Ci troveremo di fronte dunque ad una trama scheletrica ed alquanto banale, in linea diciamo col genere, ma che comunque non soddisfa. Oltre che al basso livello narrativo, i vari livelli sono decisamente brevi e ripetitivi a causa di un level design abbastanza scialbo. Proprio come accadeva di consueto nel celebre platform di Mega Man, anche qui la parte iniziale del gioco è basata principalmente da una struttura completamente libera, con una serie di stage da selezionare liberamente e portare a compimento nell’ordine che preferiamo. Pur non dovendo necessariamente seguire un percorso predefinito, ad ogni modo, sarà sempre preferibile scegliere con cura l’ordine in cui affrontarli rovinando (a mio avviso) l’esperienza di gioco.
Dash, gioie e dolori
Se da una parte l’esile longevità dei livelli farà storcere il naso alla stragrande maggioranza degli acquirenti, dall’altra essa potrà mutare a seconda del modo ed anche della bravura in cui il giocatore affronterà lo stage. I canonici 10-15 minuti massimo di run a livello potranno divenire ore per i neofiti del genere e non solo. Ci troviamo di fronte ad un classico platform 2D anni ’80 sotto questo aspetto; sebbene le meccaniche di gioco risulteranno quasi subito di facile apprendimento il rapporto con i vari nemici e sopratutto la “ripetitività” di determinati azioni e/o scelte errate del team di sviluppo potranno portare il giocatore a riprovare per ore la stessa cosa.

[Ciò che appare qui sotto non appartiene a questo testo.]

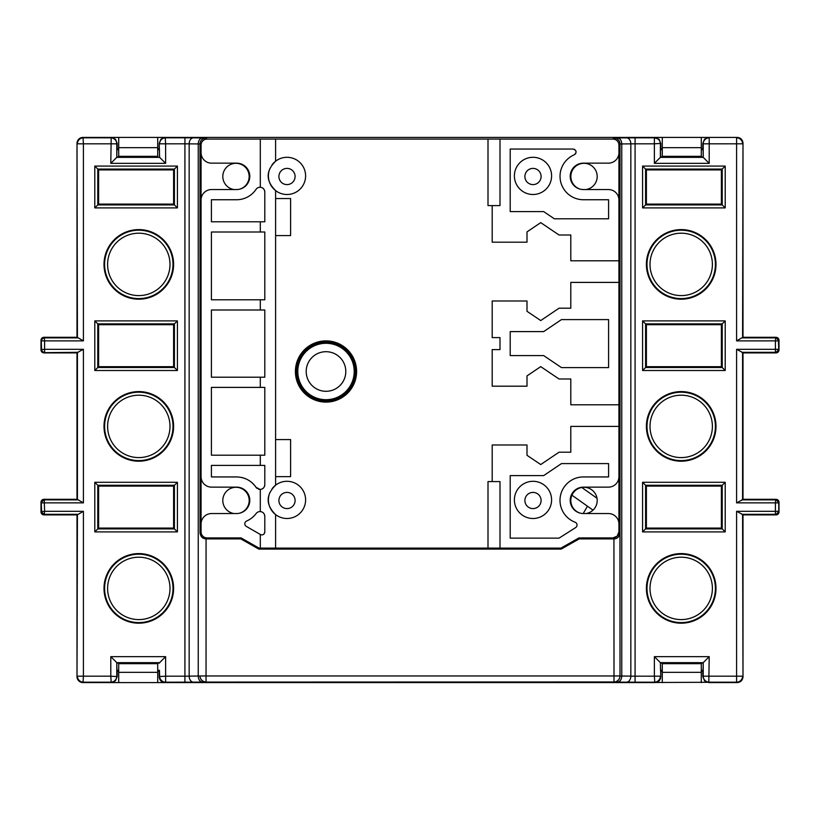 <?xml version="1.0" encoding="UTF-8"?>
<svg xmlns="http://www.w3.org/2000/svg" width="820" height="820" viewBox="0 0 820 820"><rect width="100%" height="100%" fill="white"/><g stroke="black" fill="none" stroke-linecap="round" stroke-linejoin="round"><path stroke-width="1.23" d="M701.295 149.681L703.078 149.681L702.801 148.809L701.295 148.809L702.801 148.809L702.801 143.408L704.554 139.164L708.798 137.411L736.995 137.411C740.716 137.688 742.715 139.687 742.992 143.408L742.992 337.532L741.772 337.881L775.412 337.881A3.003 3.003 45 0 1 778.416 340.874L778.764 349.658L775.761 352.661L742.992 352.661L742.992 499.534L775.761 499.534L778.764 502.527L778.764 511.659L775.761 514.663L742.992 514.663L742.992 676.592C742.715 680.313 740.716 682.312 736.995 682.588L708.798 682.588L704.554 680.836L702.801 676.592L702.801 671.191L701.295 671.191L702.801 671.191L703.078 670.319L703.211 662.662L660.377 662.652L654.38 656.656L709.208 656.656L703.211 662.652L703.211 676.182L742.582 676.182A5.996 5.996 135 0 1 736.585 682.178L627.197 682.588M703.078 156.907L660.52 156.907L660.52 149.681L660.797 148.809L662.293 148.809L660.797 148.809L660.797 143.408L659.044 139.164L654.38 137.821A5.996 5.996 45 0 1 660.387 143.818L660.377 157.348L703.211 157.348L703.078 149.681M157.707 149.681L159.48 149.681L159.203 148.809L157.707 148.809L159.203 148.809L159.203 143.408L160.956 139.164L165.199 137.411L654.801 137.411M78.228 499.872L83.414 502.875L41.584 502.875A3.003 3.003 -45 0 1 44.587 499.872L78.228 499.872L77.008 499.534L77.008 352.661L44.239 352.661L42.117 351.78L41.236 349.658L41.236 340.526L42.117 338.414L44.239 337.532L77.008 337.532L77.008 143.408L78.761 139.164L83.004 137.411L111.202 137.411L115.446 139.164L117.198 143.408L117.198 148.809L118.705 148.809L117.198 148.809L116.922 149.681L116.788 157.348L159.623 157.348L116.922 156.907M118.705 670.319L116.922 670.319L117.198 671.191L118.705 671.191L117.198 671.191L117.198 676.592L115.446 680.836L111.202 682.588L83.004 682.588L78.761 680.836L77.008 676.592L77.008 514.663L78.228 514.314L44.587 514.314A3.003 3.003 -135 0 1 41.584 511.311L41.236 502.527L44.239 499.534L77.008 499.534M660.377 662.652L660.52 670.319L660.797 671.191L662.293 671.191L660.797 671.191L660.797 676.592C660.52 680.313 658.521 682.312 654.801 682.588L165.199 682.588C161.478 682.312 159.48 680.313 159.203 676.592L159.203 671.191L157.707 671.191L159.203 671.191L159.48 670.319L157.707 670.319M742.992 352.661L736.585 349.32L775.412 349.32L775.412 340.874L736.585 340.874L741.772 337.881M742.992 352.897L775.997 352.897A3.003 3.003 0 0 0 779 349.894L779 340.3A3.003 3.003 0 0 0 775.997 337.297L742.992 337.297M742.992 337.532L775.761 337.532L778.764 340.526M742.992 514.663L736.585 511.311L775.412 511.311L775.412 502.875L736.585 502.875L742.992 499.534M742.992 499.298L775.997 499.298A3.003 3.003 0 0 1 779 502.291L779 511.895A3.003 3.003 0 0 1 775.997 514.898L742.992 514.898M715.993 264.399A34.799 34.799 0 0 0 681.194 229.6A34.799 34.799 0 0 0 646.396 264.399A34.799 34.799 0 0 0 681.194 299.197A34.799 34.799 0 0 0 715.993 264.399M715.993 588.391A34.799 34.799 0 0 0 681.194 553.592A34.799 34.799 0 0 0 646.396 588.391A34.799 34.799 0 0 0 681.194 623.19A34.799 34.799 0 0 0 715.993 588.391M715.993 426.4A34.799 34.799 0 0 0 681.194 391.591A34.799 34.799 0 0 0 646.396 426.4A34.799 34.799 0 0 0 681.194 461.199A34.799 34.799 0 0 0 715.993 426.4M702.801 143.408L703.211 143.818A5.996 5.996 -45 0 1 709.208 137.821L709.208 163.344L654.38 163.344L660.377 157.348M612.929 139.072A5.996 5.996 0 0 1 618.936 145.068L620.002 144.002A5.996 5.996 -135 0 0 614.006 138.006L612.929 139.072L499.995 139.072L612.929 139.072C616.65 139.349 618.649 141.347 618.936 145.068L618.936 235.596M499.995 139.072L499.995 205.594L499.995 139.072L207.07 139.072L205.994 138.006A5.996 5.996 135 0 0 199.998 144.002L200.039 532.949C200.644 536.772 202.653 538.75 206.066 538.894L206.046 675.957L619.961 675.957A5.996 5.996 135 0 1 613.954 681.953L202.489 682.066A5.996 4.243 -90.5 0 1 198.245 676.069L198.245 143.93L189.164 143.849L189.164 676.151L199.998 675.998A5.996 5.996 45 0 0 205.994 681.994M618.936 451.594L618.936 531.924A5.996 5.996 0 0 1 612.929 537.92L617.173 536.167L618.936 531.924L618.936 524.041A10.496 10.496 0 0 0 608.43 513.545L583.409 513.545A13.202 13.202 0 0 1 570.207 500.343A13.202 13.202 0 0 1 583.409 487.141L608.43 487.141A10.496 10.496 0 0 0 618.936 476.645L618.936 200.049A10.496 10.496 0 0 0 608.43 189.543L583.409 189.543A13.202 13.202 0 0 1 570.207 176.341A13.202 13.202 0 0 1 583.409 163.149L608.43 163.149A10.496 10.496 0 0 0 618.936 152.643L618.936 145.068M654.38 163.344L654.38 143.818L635.08 143.818L635.08 676.182L620.002 675.998L620.002 144.002L621.755 143.93L621.755 676.069A5.996 4.243 90.5 0 1 617.511 682.066L614.006 681.994A5.996 5.996 -45 0 0 620.002 675.998L619.961 532.949C619.366 536.762 617.357 538.75 613.934 538.894L579.197 538.894L578.941 537.92L612.929 537.92L578.941 537.92L560.941 548.119L499.995 548.119L499.995 481.596L499.995 548.119L275.602 548.119L275.602 514.591A18.604 18.604 0 0 0 305.604 499.892A18.604 18.604 0 0 0 275.602 485.194L275.602 190.599A18.604 18.604 0 0 0 305.604 175.9A18.604 18.604 0 0 0 275.602 161.202C265.69 171.001 265.69 180.8 275.602 190.599A18.604 18.604 0 0 1 269.913 168.551M258.802 549.092L259.058 548.119L241.059 537.92L240.803 538.894L258.802 549.092L561.198 549.092L579.197 538.894M240.803 538.894L206.066 538.894L207.07 537.92A5.996 5.996 0 0 1 201.064 531.924C201.351 535.644 203.35 537.643 207.07 537.92L241.059 537.92L207.07 537.92M201.064 531.924L201.064 145.068C201.351 141.347 203.35 139.349 207.07 139.072A5.996 5.996 0 0 0 201.064 145.068L201.064 152.643A10.496 10.496 0 0 0 211.57 163.149L236.59 163.149A13.202 13.202 0 0 1 249.792 176.341A13.202 13.202 0 0 1 236.59 189.543L211.57 189.543A10.496 10.496 0 0 0 201.064 200.049L201.064 476.645A10.496 10.496 0 0 0 211.57 487.141L236.59 487.141A13.202 13.202 0 0 1 249.792 500.343A13.202 13.202 0 0 1 236.59 513.545L211.57 513.545A10.496 10.496 0 0 0 201.064 524.041L201.064 531.924L200.039 532.949M586.003 189.543A13.202 13.202 0 0 0 597.196 176.495A13.202 13.202 0 0 0 583.994 163.303A13.202 13.202 0 0 0 580.406 189.195M586.003 513.545A13.202 13.202 0 0 0 597.196 500.497A13.202 13.202 0 0 0 583.994 487.295A13.202 13.202 0 0 0 580.406 513.197M239.594 189.195A13.202 13.202 0 0 0 236.006 163.303A13.202 13.202 0 0 0 222.804 176.495A13.202 13.202 0 0 0 233.997 189.543M239.594 513.197A13.202 13.202 0 0 0 236.006 487.295A13.202 13.202 0 0 0 222.804 500.497A13.202 13.202 0 0 0 233.997 513.545M561.198 549.092L560.941 548.119M165.199 682.588L165.619 682.178A5.996 5.996 -135 0 1 159.613 676.182L159.48 670.319M44.239 499.534L44.587 511.311L83.414 511.311L83.414 676.182L110.792 676.182L110.792 656.656L116.788 662.652L116.922 670.319M173.604 264.399A34.799 34.799 0 0 0 138.805 229.6A34.799 34.799 0 0 0 104.007 264.399A34.799 34.799 0 0 0 138.805 299.197A34.799 34.799 0 0 0 173.604 264.399M173.604 588.391A34.799 34.799 0 0 0 138.805 553.592A34.799 34.799 0 0 0 104.007 588.391A34.799 34.799 0 0 0 138.805 623.19A34.799 34.799 0 0 0 173.604 588.391M173.604 426.4A34.799 34.799 0 0 0 138.805 391.591A34.799 34.799 0 0 0 104.007 426.4A34.799 34.799 0 0 0 138.805 461.199A34.799 34.799 0 0 0 173.604 426.4M159.623 157.348L165.619 163.344L110.792 163.344L116.788 157.348L116.788 143.818L83.414 143.818L83.414 340.874L44.587 340.874L44.587 349.32L83.414 349.32L77.008 352.661M76.998 337.297L76.998 143.408A5.996 5.996 0 0 1 83.004 137.411L83.414 143.818L77.418 143.818A5.996 5.996 -45 0 1 83.414 137.821L110.792 137.821A5.996 5.996 45 0 1 116.788 143.818L117.198 143.408M44.239 337.532L44.587 340.874L41.584 340.874A3.003 3.003 -45 0 1 44.587 337.881L78.228 337.881L77.418 337.861L77.008 143.408M78.228 337.881L83.414 340.874M83.414 511.311L78.228 514.314M159.613 662.662L116.788 662.652L116.788 676.182A5.996 5.996 135 0 1 110.792 682.178L83.414 682.178A5.996 5.996 -135 0 1 77.418 676.182L83.414 676.182L83.004 682.588A5.996 5.996 0 0 1 76.998 676.592L77.008 671.191M77.008 514.898L44.003 514.898A3.003 3.003 0 0 1 41 511.895L41 502.291A3.003 3.003 0 0 1 44.003 499.298L77.008 499.298M77.008 514.663L44.239 514.663L41.236 511.659L41.236 502.527M77.008 337.297L44.003 337.297A3.003 3.003 0 0 0 41 340.3L41 349.894A3.003 3.003 0 0 0 44.003 352.897L77.008 352.897M118.705 149.681L116.922 149.681M159.48 149.681L159.48 156.907M159.623 662.652L165.619 656.656L165.619 676.182L184.92 676.182L184.92 143.818L165.619 143.818L165.619 163.344M159.48 663.093L116.922 663.093M173.604 324.699L174.414 323.88L97.785 323.88L98.605 324.699L173.604 324.699L173.604 366.694L177.417 370.507L94.792 370.507L94.792 320.886L177.417 320.886L177.417 370.507M94.792 320.886L97.785 323.88L97.785 367.514L94.792 370.507M173.604 366.694L98.605 366.694L97.785 367.514L174.414 367.514L174.414 323.88L177.417 320.886M98.605 366.694L98.605 324.699M177.417 482.283L173.604 486.096L173.604 528.09L174.414 528.91L174.414 485.276L97.785 485.276L94.792 482.283L177.417 482.283L177.417 531.903L94.792 531.903L94.792 482.283M173.604 528.09L98.605 528.09L97.785 528.91L174.414 528.91L177.417 531.903M98.605 528.09L98.605 486.096L97.785 485.276L97.785 528.91L94.792 531.903M98.605 486.096L173.604 486.096M94.792 207.911L98.605 204.098L98.605 169.894L97.785 169.084L97.785 204.908L174.414 204.908L177.417 207.911L94.792 207.911L94.792 166.081L177.417 166.081L177.417 207.911M98.605 169.894L173.604 169.894L174.414 169.084L97.785 169.084L94.792 166.081M173.604 169.894L173.604 204.098L174.414 204.908L174.414 169.084L177.417 166.081M173.604 204.098L98.605 204.098M660.52 670.319L662.293 670.319M701.295 670.319L703.078 670.319M660.52 663.093L703.078 663.093M736.585 511.311L736.585 682.178L709.208 682.178A5.996 5.996 -135 0 1 703.211 676.182L702.801 676.592M660.52 149.681L662.293 149.681M709.208 163.344L703.211 157.348L703.211 143.818L736.585 143.818L736.585 137.821A5.996 5.996 45 0 1 742.582 143.818L736.585 143.818L736.585 340.874M642.583 207.911L646.396 204.098L646.396 169.894L645.586 169.084L645.586 204.908L722.215 204.908L725.208 207.911L642.583 207.911L642.583 166.081L725.208 166.081L725.208 207.911M646.396 169.894L721.395 169.894L722.215 169.084L645.586 169.084L642.583 166.081M721.395 169.894L721.395 204.098L722.215 204.908L722.215 169.084L725.208 166.081M721.395 204.098L646.396 204.098M725.208 320.886L721.395 324.699L721.395 366.694L722.215 367.514L722.215 323.88L645.586 323.88L642.583 320.886L725.208 320.886L725.208 370.507L642.583 370.507L642.583 320.886M642.583 370.507L645.586 367.514L645.586 323.88L646.396 324.699L646.396 366.694L645.586 367.514L722.215 367.514L725.208 370.507M721.395 366.694L646.396 366.694M646.396 324.699L721.395 324.699M642.583 482.283L645.586 485.276L722.215 485.276L721.395 486.096L721.395 528.09L722.215 528.91L722.215 485.276L725.208 482.283L725.208 531.903L642.583 531.903L642.583 482.283L725.208 482.283M721.395 528.09L646.396 528.09L645.586 528.91L722.215 528.91L725.208 531.903M646.396 528.09L646.396 486.096L645.586 485.276L645.586 528.91L642.583 531.903M646.396 486.096L721.395 486.096M614.6 682.588L205.4 682.588M614.6 137.411L205.4 137.411M488.002 548.119L488.002 481.596L499.995 481.596M492.195 481.596L492.195 444.993L527.004 444.993L527.004 455.295L540.728 464.55L559.045 452.199L570.802 452.199L570.802 426.4L618.936 426.4M575.117 522.227A23.401 23.401 0 0 1 583.409 476.943L608.594 476.943L608.594 463.597L561.464 463.597L543.67 475.6L510.204 475.6L510.204 538.145L559.035 538.145L575.671 527.557A3.003 3.003 0 0 0 575.117 522.227M263.425 188.702A4.797 4.797 0 0 0 256.014 189.389A23.401 23.401 0 0 1 236.59 199.742L211.406 199.742L211.406 221.8L264.798 221.8L264.798 192.064C264.491 189.133 262.994 187.544 260.299 187.278L260.299 139.072L207.07 139.072M260.299 221.8L260.299 231.998L211.406 231.998L211.406 299.792L260.299 299.792L260.299 310.001L211.406 310.001L211.406 377.2L260.299 377.2L260.299 387.399L264.798 387.399L264.798 455.192L211.406 455.192L211.406 387.399L260.299 387.399M260.299 455.192L260.299 465.391L211.406 465.391L211.406 476.943L236.59 476.943C244.79 477.178 251.268 480.622 256.004 487.275L260.001 489.417A4.797 4.797 0 0 0 260.299 489.407L260.299 511.588A4.797 4.797 0 0 0 256.158 513.494A23.698 23.698 0 0 1 246.615 521.038A3.003 3.003 0 0 0 246.307 526.389L260.299 534.466L260.299 548.119L259.058 548.119M499.995 205.594L492.195 205.594L492.195 242.197L527.004 242.197L527.004 231.896L540.728 222.64L559.045 235.002L570.802 235.002L570.802 260.801L618.936 260.801M510.204 149.045L510.204 211.601L543.67 211.601L554.341 218.796L608.594 218.796L608.594 199.742L583.409 199.742A23.401 23.401 0 0 1 574.277 154.806C576.972 152.264 576.583 150.347 573.098 149.045L510.204 149.045M499.995 349.597L499.995 337.594L499.995 349.597L492.195 349.597L492.195 386.199L527.004 386.199L527.004 375.898L540.728 366.632L559.045 378.994L570.802 378.994L570.802 404.793L618.936 404.793M326.001 402.097A30.596 30.596 0 0 0 356.597 371.501A30.596 30.596 0 0 0 326.001 340.894A30.596 30.596 0 0 0 295.405 371.501A30.596 30.596 0 0 0 326.001 402.097M272.014 164.871A18.604 18.604 0 0 1 275.602 161.202L275.602 139.072M275.602 476.645L290.598 476.645L290.598 439.592L275.602 439.592M275.602 235.596L290.598 235.596L290.598 198.553L275.602 198.553M533 492.4A8.098 8.098 0 0 1 541.097 500.497A8.098 8.098 0 0 1 533 508.595A8.098 8.098 0 0 1 524.903 500.497A8.098 8.098 0 0 1 533 492.4M533 518.496A18.604 18.604 0 0 0 551.593 499.892A18.604 18.604 0 0 0 533 481.299A18.604 18.604 0 0 0 514.396 499.892A18.604 18.604 0 0 0 533 518.496M492.195 205.594L488.002 205.594L488.002 139.072M533 168.397A8.098 8.098 0 0 1 541.097 176.495A8.098 8.098 0 0 1 533 184.602A8.098 8.098 0 0 1 524.903 176.495A8.098 8.098 0 0 1 533 168.397M533 194.494A18.604 18.604 0 0 0 551.593 175.9A18.604 18.604 0 0 0 533 157.296A18.604 18.604 0 0 0 514.396 175.9A18.604 18.604 0 0 0 533 194.494M574.236 149.271L574.922 149.66M575.906 150.993L576.091 151.997M575.845 153.227L575.271 154.109M287 492.4A8.098 8.098 0 0 1 295.097 500.497A8.098 8.098 0 0 1 287 508.595A8.098 8.098 0 0 1 278.902 500.497A8.098 8.098 0 0 1 287 492.4M272.014 488.874A18.604 18.604 0 0 1 275.602 485.194C265.69 494.993 265.69 504.792 275.602 514.591A18.604 18.604 0 0 1 269.913 492.543M260.299 548.119L275.602 548.119M264.378 514.396A4.797 4.797 0 0 1 264.798 516.374L264.798 531.872C264.276 534.578 262.779 535.45 260.299 534.466A3.003 3.003 0 0 0 261.98 534.865M264.798 516.374C264.491 513.443 262.994 511.844 260.299 511.588A4.797 4.797 0 0 1 263.425 513.002M263.425 487.982A4.797 4.797 0 0 1 260.299 489.407C262.994 489.15 264.491 487.551 264.798 484.62L264.798 465.391L260.299 465.391M260.299 310.001L264.798 310.001L264.798 377.2L260.299 377.2M260.299 231.998L264.798 231.998L264.798 299.792L260.299 299.792M264.798 531.872A3.003 3.003 0 0 1 264.614 532.908M264.245 533.605A3.003 3.003 0 0 1 263.251 534.496M260.299 489.407A4.797 4.797 0 0 1 258.464 489.161M257.07 488.423A4.797 4.797 0 0 1 256.014 487.295A23.401 23.401 0 0 0 249.413 480.766M264.798 484.62A4.797 4.797 0 0 1 264.378 486.598M245.61 478.747A23.401 23.401 0 0 0 241.121 477.383M264.378 190.086A4.797 4.797 0 0 1 264.798 192.064M287 168.397A8.098 8.098 0 0 1 295.097 176.495A8.098 8.098 0 0 1 287 184.602A8.098 8.098 0 0 1 278.902 176.495A8.098 8.098 0 0 1 287 168.397M305.604 175.9A18.604 18.604 0 0 1 287 194.494M499.995 337.594L492.195 337.594L492.195 301.002L527.004 301.002L527.004 311.303L540.728 320.558L559.045 308.197L570.802 308.197L570.802 282.398L618.936 282.398M561.464 367.596L608.594 367.596L608.594 319.595L561.464 319.595L543.67 331.598L510.204 331.598L510.204 355.593L543.67 355.593L561.464 367.596M779 503.049A3.003 3.003 0 0 1 779 503.193L779 510.993A3.003 3.003 0 0 1 779 511.147M743.002 499.298L743.002 352.897M736.995 682.588A5.996 5.996 0 0 0 743.002 676.592L742.992 671.191M743.002 514.898L743.002 671.191M662.293 672.338L701.295 672.338L701.295 663.677L662.293 663.677L662.293 682.588M779 341.048A3.003 3.003 0 0 1 779 341.192L779 348.992A3.003 3.003 0 0 1 779 349.146M743.002 337.297L742.992 148.809M743.002 148.809L743.002 143.408A5.996 5.996 0 0 0 736.995 137.411L701.295 137.411L701.295 156.323L662.293 156.323L662.293 137.411L701.295 137.411M662.293 137.411L627.197 137.411M662.293 147.661L701.295 147.661M701.295 672.338L701.295 682.588M41 511.147A3.003 3.003 0 0 1 41 510.993L41 503.193A3.003 3.003 0 0 1 41 503.049M76.998 499.298L76.998 352.897M76.998 514.898L76.998 671.191M83.004 682.588L192.802 682.588M41 349.146A3.003 3.003 0 0 1 41 348.992L41 341.192A3.003 3.003 0 0 1 41 341.048M83.004 137.411L118.705 137.411L118.705 156.323L157.707 156.323L157.707 137.411L192.802 137.411M157.707 137.411L118.705 137.411M157.707 147.661L118.705 147.661M157.707 672.338L118.705 672.338L118.705 663.677L157.707 663.677L157.707 682.588M118.705 672.338L118.705 682.588M340.853 346.122A29.397 29.397 0 0 1 351.134 386.743A29.397 29.397 0 0 1 310.36 396.388A29.397 29.397 0 0 1 300.868 356.249A29.397 29.397 0 0 1 341.643 346.604A29.397 29.397 0 0 1 351.134 386.743A29.397 29.397 0 0 1 311.149 396.87M336.005 354.414A19.803 19.803 0 0 0 308.914 361.487A19.803 19.803 0 0 0 315.997 388.577A19.803 19.803 0 0 0 343.088 381.505A19.803 19.803 0 0 0 336.005 354.414M583.194 513.545L587.479 506.217M571.919 495.177L593.014 510.142M581.8 487.48L597.011 498.263M708.798 137.411L736.995 137.411M742.992 143.408L742.582 337.861M742.992 190.896L742.992 175.296M742.582 352.333L742.582 499.851M742.992 676.592L742.582 514.335M708.798 682.588L709.208 656.656M736.585 502.875L736.585 349.32M654.801 682.588L654.38 676.182L660.387 676.182A5.996 5.996 135 0 1 654.38 682.178L635.08 682.178L635.08 676.182L654.38 676.182L654.38 656.656M660.797 143.408L654.38 143.818L654.38 137.821L635.08 137.821L635.08 143.818L621.755 143.93A5.996 4.243 89.5 0 0 617.511 137.934L635.08 137.821M201.064 145.068L199.998 144.002L198.245 143.93A5.996 4.243 -89.5 0 1 202.489 137.934L205.994 138.006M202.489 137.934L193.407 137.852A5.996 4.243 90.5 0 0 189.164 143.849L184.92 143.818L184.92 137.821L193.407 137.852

Beck avrà a disposizione tre vite, con annessi checkpoint distribuiti per bene durante lo stage, ma se (e non lo auguro a nessuno) le vite dovessero esaurirsi purtroppo bisognerà ricominciare il livello da capo. Tale scelta potrà far odiare ancora di più il gioco o magari chissà amare, resta il fatto che rendere un gioco a tratti esasperante senza però un gameplay solido o per lo meno accattivante rende il tutto alquanto inutile.
Il problema di fondo è la sensazione di “piattume” che imperversa durante le fasi in game, fondamentalmente il Dash (scatto) porta poche gioie e tanti dolori. L’unico elemento “innovativo” del gameplay e del dash è rappresentato dal nuovo sistema di assorbimento dei poteri; ciascun nemico infatti sarà in grado di fornirci una determinata tipologia di potenziamento, da assorbire effettuando uno scatto verso di esso dopo averlo temporaneamente “paralizzato”. Grazie a questi potenziamenti saremo in grado di aumentare temporaneamente velocità di movimento e potenza di fuoco del protagonista. Ovviamente, come da tradizione vuole, il dash servirà anche a spostarsi più velocemente e/o aggirare fastidiosi ostacoli come delle barriere elettriche o dei cunicoli decisamente stretti.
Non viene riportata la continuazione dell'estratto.